Assignment:
Exactly as written, print the lines from the top of the listing through the line containing "before: [417, 164, 513, 190]"; include no pictures.

=== Excerpted records ===

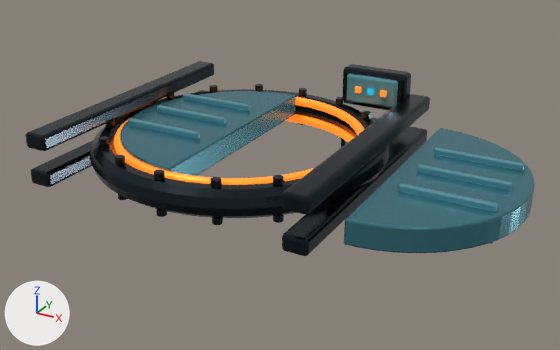
The glTF model output/vertical_access_hatches/glb/06_round_sliding_bipartite.glb: old version first, new version second.
Both versions are drawn from a camera (50 mm lens) standing at (1.479, -2.378, 1.069) and looking at (0.206, -0.065, -0.087). The lights are fixed; the arrows at lower left show +X, +Y and +Z. The first picture is the older version. Both versions are drawn at frame 60 of the action 'open_06_round_sliding_bipartite_panel_1'; the numbers are the values there.

In view in the first picture: 'Control_Top_Face', 'Control_Top_Housing', 'Inner_Pressure_Seal_Top', 'Outer_Reinforced_Rim', 'Round_Half_1', 'Round_Half_1_Top_Rib_0', 'Round_Half_1_Top_Rib_1', 'Round_Half_2', 'Sliding_Track_Left.001', 'Sliding_Track_Left_Top.001', 'Sliding_Track_Right.001', 'Sliding_Track_Right_Top.001' and 23 more.
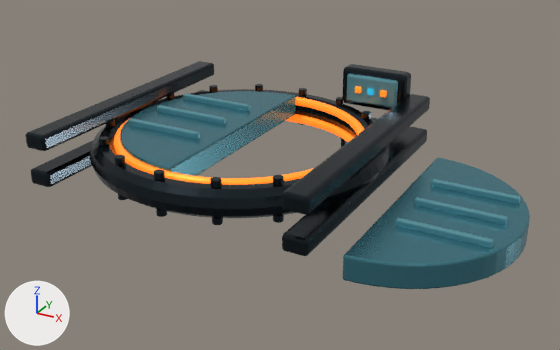
ob_sliding_panel_1_001 is not drawn itself; it is the parent of ob_round_half_1, ob_round_half_1_bottom_rib_0, ob_round_half_1_bottom_rib_1, ob_round_half_1_bottom_rib_2, ob_round_half_1_top_rib_0, ob_round_half_1_top_rib_1, ob_round_half_1_top_rib_2.

Edits to the bpy script that builds the scene:
```text
Change ob_sliding_panel_1_001:
    ob_sliding_panel_1_001.location: (0.64, 0.0, -0.035) -> (0.64, 0.0, -0.16)
```

Where the change shows, as pixel boxes [x1, y1, x2, y2] in the pictures (560 x 350 px):
'Round_Half_1', moved
    before: [344, 128, 535, 253]
    after: [343, 158, 530, 289]
'Round_Half_1_Top_Rib_0', moved
    before: [398, 183, 498, 212]
    after: [396, 218, 494, 248]
'Round_Half_1_Top_Rib_1', moved
    before: [417, 164, 513, 190]
    after: [414, 197, 508, 225]
'Round_Half_1_Top_Rib_2', moved
    before: [434, 147, 525, 171]
    after: [431, 179, 521, 204]

===

Completed task:
The glTF model output/vertical_access_hatches/glb/06_round_sliding_bipartite.glb: old version first, new version second.
Both versions are drawn from a camera (50 mm lens) standing at (1.479, -2.378, 1.069) and looking at (0.206, -0.065, -0.087). The lights are fixed; the arrows at lower left show +X, +Y and +Z. The first picture is the older version. Both versions are drawn at frame 60 of the action 'open_06_round_sliding_bipartite_panel_1'; the numbers are the values there.

In view in the first picture: 'Control_Top_Face', 'Control_Top_Housing', 'Inner_Pressure_Seal_Top', 'Outer_Reinforced_Rim', 'Round_Half_1', 'Round_Half_1_Top_Rib_0', 'Round_Half_1_Top_Rib_1', 'Round_Half_2', 'Sliding_Track_Left.001', 'Sliding_Track_Left_Top.001', 'Sliding_Track_Right.001', 'Sliding_Track_Right_Top.001' and 23 more.
ob_sliding_panel_1_001 is not drawn itself; it is the parent of ob_round_half_1, ob_round_half_1_bottom_rib_0, ob_round_half_1_bottom_rib_1, ob_round_half_1_bottom_rib_2, ob_round_half_1_top_rib_0, ob_round_half_1_top_rib_1, ob_round_half_1_top_rib_2.

Edits to the bpy script that builds the scene:
```text
Change ob_sliding_panel_1_001:
    ob_sliding_panel_1_001.location: (0.64, 0.0, -0.035) -> (0.64, 0.0, -0.16)
```

Where the change shows, as pixel boxes [x1, y1, x2, y2] in the pictures (560 x 350 px):
'Round_Half_1', moved
    before: [344, 128, 535, 253]
    after: [343, 158, 530, 289]
'Round_Half_1_Top_Rib_0', moved
    before: [398, 183, 498, 212]
    after: [396, 218, 494, 248]
'Round_Half_1_Top_Rib_1', moved
    before: [417, 164, 513, 190]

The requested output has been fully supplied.